Different indices to characterize water use pattern of micro-sprinkler irrigated onion (Allium cepa L.)

The amount of water used by any crop largely depends on the extent to which the soil water depletion from the root zone is being recharged by appropriate depth of irrigation. To test this hypothesis a field study was carried out in November–March of 2002–2003 and 2003–2004 on a sandy loam (Aeric haplaquept) to quantify the effect of depth of irrigation applied through micro-sprinklers on onion (Allium cepa L.) bulb yield (BY) and water use patterns.
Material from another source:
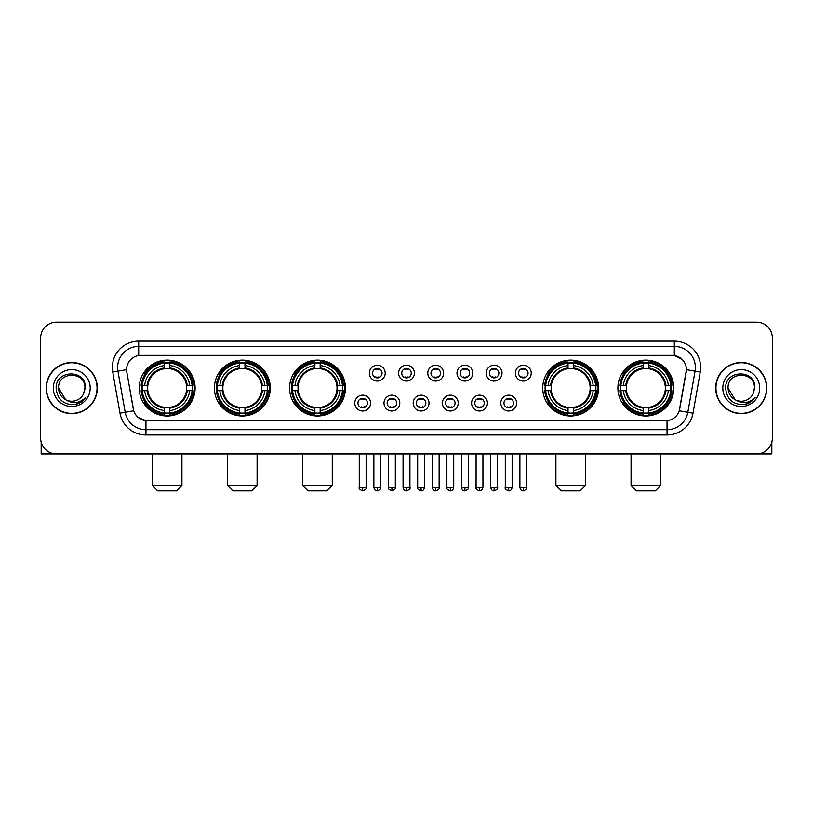 <?xml version="1.0" encoding="UTF-8"?>
<svg xmlns="http://www.w3.org/2000/svg" width="813" height="813" viewBox="0 0 813 813"><rect width="100%" height="100%" fill="white"/><g stroke="black" fill="none" stroke-linecap="round" stroke-linejoin="round"><path stroke-width="1.22" d="M617.89 388.045A27.937 27.937 0 0 0 645.827 415.992A27.937 27.937 0 0 0 673.774 388.045A27.937 27.937 0 0 0 645.827 360.108A27.937 27.937 0 0 0 617.89 388.045M214.398 388.045A27.937 27.937 0 0 0 242.345 415.992A27.937 27.937 0 0 0 270.282 388.045A27.937 27.937 0 0 0 242.345 360.108A27.937 27.937 0 0 0 214.398 388.045M289.58 388.045A27.937 27.937 0 0 0 317.517 415.992A27.937 27.937 0 0 0 345.454 388.045A27.937 27.937 0 0 0 317.517 360.108A27.937 27.937 0 0 0 289.58 388.045M542.718 388.045A27.937 27.937 0 0 0 570.655 415.992A27.937 27.937 0 0 0 598.602 388.045A27.937 27.937 0 0 0 570.655 360.108A27.937 27.937 0 0 0 542.718 388.045M139.226 388.045A27.937 27.937 0 0 0 167.173 415.992A27.937 27.937 0 0 0 195.11 388.045A27.937 27.937 0 0 0 167.173 360.108A27.937 27.937 0 0 0 139.226 388.045M370.596 403.075A7.906 7.906 0 0 1 362.689 410.982A7.906 7.906 0 0 1 354.783 403.075A7.906 7.906 0 0 1 362.689 395.169A7.906 7.906 0 0 1 370.596 403.075M357.944 403.075A4.746 4.746 0 0 0 362.689 407.821A4.746 4.746 0 0 0 367.435 403.075A4.746 4.746 0 0 0 362.689 398.329A4.746 4.746 0 0 0 357.944 403.075M399.803 403.075A7.906 7.906 0 0 1 391.896 410.982A7.906 7.906 0 0 1 383.99 403.075A7.906 7.906 0 0 1 391.896 395.169A7.906 7.906 0 0 1 399.803 403.075M387.151 403.075A4.746 4.746 0 0 0 391.896 407.821A4.746 4.746 0 0 0 396.642 403.075A4.746 4.746 0 0 0 391.896 398.329A4.746 4.746 0 0 0 387.151 403.075M429.01 403.075A7.906 7.906 0 0 1 421.104 410.982A7.906 7.906 0 0 1 413.197 403.075A7.906 7.906 0 0 1 421.104 395.169A7.906 7.906 0 0 1 429.01 403.075M416.358 403.075A4.746 4.746 0 0 0 421.104 407.821A4.746 4.746 0 0 0 425.849 403.075A4.746 4.746 0 0 0 421.104 398.329A4.746 4.746 0 0 0 416.358 403.075M458.217 403.075A7.906 7.906 0 0 1 450.311 410.982A7.906 7.906 0 0 1 442.404 403.075A7.906 7.906 0 0 1 450.311 395.169A7.906 7.906 0 0 1 458.217 403.075M445.565 403.075A4.746 4.746 0 0 0 450.311 407.821A4.746 4.746 0 0 0 455.056 403.075A4.746 4.746 0 0 0 450.311 398.329A4.746 4.746 0 0 0 445.565 403.075M487.424 403.075A7.906 7.906 0 0 1 479.507 410.982A7.906 7.906 0 0 1 471.601 403.075A7.906 7.906 0 0 1 479.507 395.169A7.906 7.906 0 0 1 487.424 403.075M474.772 403.075A4.746 4.746 0 0 0 479.507 407.821A4.746 4.746 0 0 0 484.253 403.075A4.746 4.746 0 0 0 479.507 398.329A4.746 4.746 0 0 0 474.772 403.075M516.621 403.075A7.906 7.906 0 0 1 508.714 410.982A7.906 7.906 0 0 1 500.808 403.075A7.906 7.906 0 0 1 508.714 395.169A7.906 7.906 0 0 1 516.621 403.075M503.969 403.075A4.746 4.746 0 0 0 508.714 407.821A4.746 4.746 0 0 0 513.46 403.075A4.746 4.746 0 0 0 508.714 398.329A4.746 4.746 0 0 0 503.969 403.075M385.199 373.126A7.906 7.906 0 0 1 377.293 381.043A7.906 7.906 0 0 1 369.387 373.126A7.906 7.906 0 0 1 377.293 365.22A7.906 7.906 0 0 1 385.199 373.126M372.547 373.126A4.746 4.746 0 0 0 377.293 377.872A4.746 4.746 0 0 0 382.039 373.126A4.746 4.746 0 0 0 377.293 368.391A4.746 4.746 0 0 0 372.547 373.126M414.406 373.126A7.906 7.906 0 0 1 406.5 381.043A7.906 7.906 0 0 1 398.594 373.126A7.906 7.906 0 0 1 406.5 365.22A7.906 7.906 0 0 1 414.406 373.126M401.754 373.126A4.746 4.746 0 0 0 406.5 377.872A4.746 4.746 0 0 0 411.246 373.126A4.746 4.746 0 0 0 406.5 368.391A4.746 4.746 0 0 0 401.754 373.126M443.613 373.126A7.906 7.906 0 0 1 435.707 381.043A7.906 7.906 0 0 1 427.801 373.126A7.906 7.906 0 0 1 435.707 365.22A7.906 7.906 0 0 1 443.613 373.126M430.961 373.126A4.746 4.746 0 0 0 435.707 377.872A4.746 4.746 0 0 0 440.453 373.126A4.746 4.746 0 0 0 435.707 368.391A4.746 4.746 0 0 0 430.961 373.126M472.82 373.126A7.906 7.906 0 0 1 464.914 381.043A7.906 7.906 0 0 1 456.997 373.126A7.906 7.906 0 0 1 464.914 365.22A7.906 7.906 0 0 1 472.82 373.126M460.168 373.126A4.746 4.746 0 0 0 464.914 377.872A4.746 4.746 0 0 0 469.65 373.126A4.746 4.746 0 0 0 464.914 368.391A4.746 4.746 0 0 0 460.168 373.126M502.017 373.126A7.906 7.906 0 0 1 494.111 381.043A7.906 7.906 0 0 1 486.204 373.126A7.906 7.906 0 0 1 494.111 365.22A7.906 7.906 0 0 1 502.017 373.126M489.365 373.126A4.746 4.746 0 0 0 494.111 377.872A4.746 4.746 0 0 0 498.857 373.126A4.746 4.746 0 0 0 494.111 368.391A4.746 4.746 0 0 0 489.365 373.126M531.224 373.126A7.906 7.906 0 0 1 523.318 381.043A7.906 7.906 0 0 1 515.412 373.126A7.906 7.906 0 0 1 523.318 365.22A7.906 7.906 0 0 1 531.224 373.126M518.572 373.126A4.746 4.746 0 0 0 523.318 377.872A4.746 4.746 0 0 0 528.064 373.126A4.746 4.746 0 0 0 523.318 368.391A4.746 4.746 0 0 0 518.572 373.126M119.999 413.187L112.743 372.069A26.362 26.362 0 0 1 138.698 341.135L674.302 341.135A26.362 26.362 0 0 1 700.257 372.069L693.001 413.187A26.362 26.362 0 0 1 667.046 434.965L145.954 434.965A26.362 26.362 0 0 1 119.999 413.187L125.182 412.272L117.936 371.155A21.087 21.087 0 0 1 138.698 346.399L674.302 346.399A21.087 21.087 0 0 1 695.064 371.155L687.818 412.272A21.087 21.087 0 0 1 667.046 429.691L145.954 429.691A21.087 21.087 0 0 1 125.182 412.272L133.739 410.758L126.798 372.069A14.238 14.238 0 0 1 140.812 355.362L672.188 355.362A14.238 14.238 0 0 1 686.202 372.069L679.698 408.969A14.238 14.238 0 0 1 665.684 420.738L147.316 420.738A14.238 14.238 0 0 1 133.302 408.969L126.798 372.069L126.737 367.486M141.736 390.687A25.569 25.569 0 0 1 141.736 385.413M545.228 390.687A25.569 25.569 0 0 1 545.228 385.413M292.08 390.687A25.569 25.569 0 0 1 292.08 385.413M216.908 390.687A25.569 25.569 0 0 1 216.908 385.413M620.4 390.687A25.569 25.569 0 0 1 620.4 385.413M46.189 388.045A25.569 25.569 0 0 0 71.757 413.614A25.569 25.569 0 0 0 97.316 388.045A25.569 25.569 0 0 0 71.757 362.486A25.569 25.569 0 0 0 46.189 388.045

Seven irrigation treatments consisted of six amounts of sprinkler applied water relative to compensate crop (Kc) and pan (Kp) coefficient-based predicted evapotranspiration loss from crop field (ETp) (i) 160% of ETp (1.6ETp); (ii) 1.4ETp; (iii) 1.2ETp; (iv) 1.0ETp; (v) 0.8ETp; (vi) 0.6ETp; (vii) 40 mm of surface applied water whenever cumulative pan evaporation equals to 33 mm. Water use efficiency (WUE), net evapotranspiration efficiency (WUEET) and irrigation water use efficiency (WUEI) were computed. Marginal water use efficiency (MWUE) and elasticity of water productivity (EWP) of onion were calculated using the relationship between BY and measured actual evapotranspiration (ETc). Yield increased with increasing sprinkler-applied water from 0.6 to 1.4ETp. Relative to the yield obtained at 0.6ETp, yield at 1.0ETp increased by 23–25% while at 1.4ETp it was only 3–9% greater than that at 1.0ETp. In contrast, yield at 1.6ETp was 9–12% less than that at 1.4ETp. Maximum WUE (7.21 kg m−3) and WUEET (13.87 kg m−3) were obtained under 1.0ETp. However, the highest WUEI (3.83 kg m−3) was obtained with 1.2ETp. The ETc associated with the highest WUE was 20% less than that required to obtain the highest yields. This study confirmed that critical levels of ETc needed to obtain maximum BYs, or WUE, could be obtained more precisely from the knowledge of MWUE and EWP.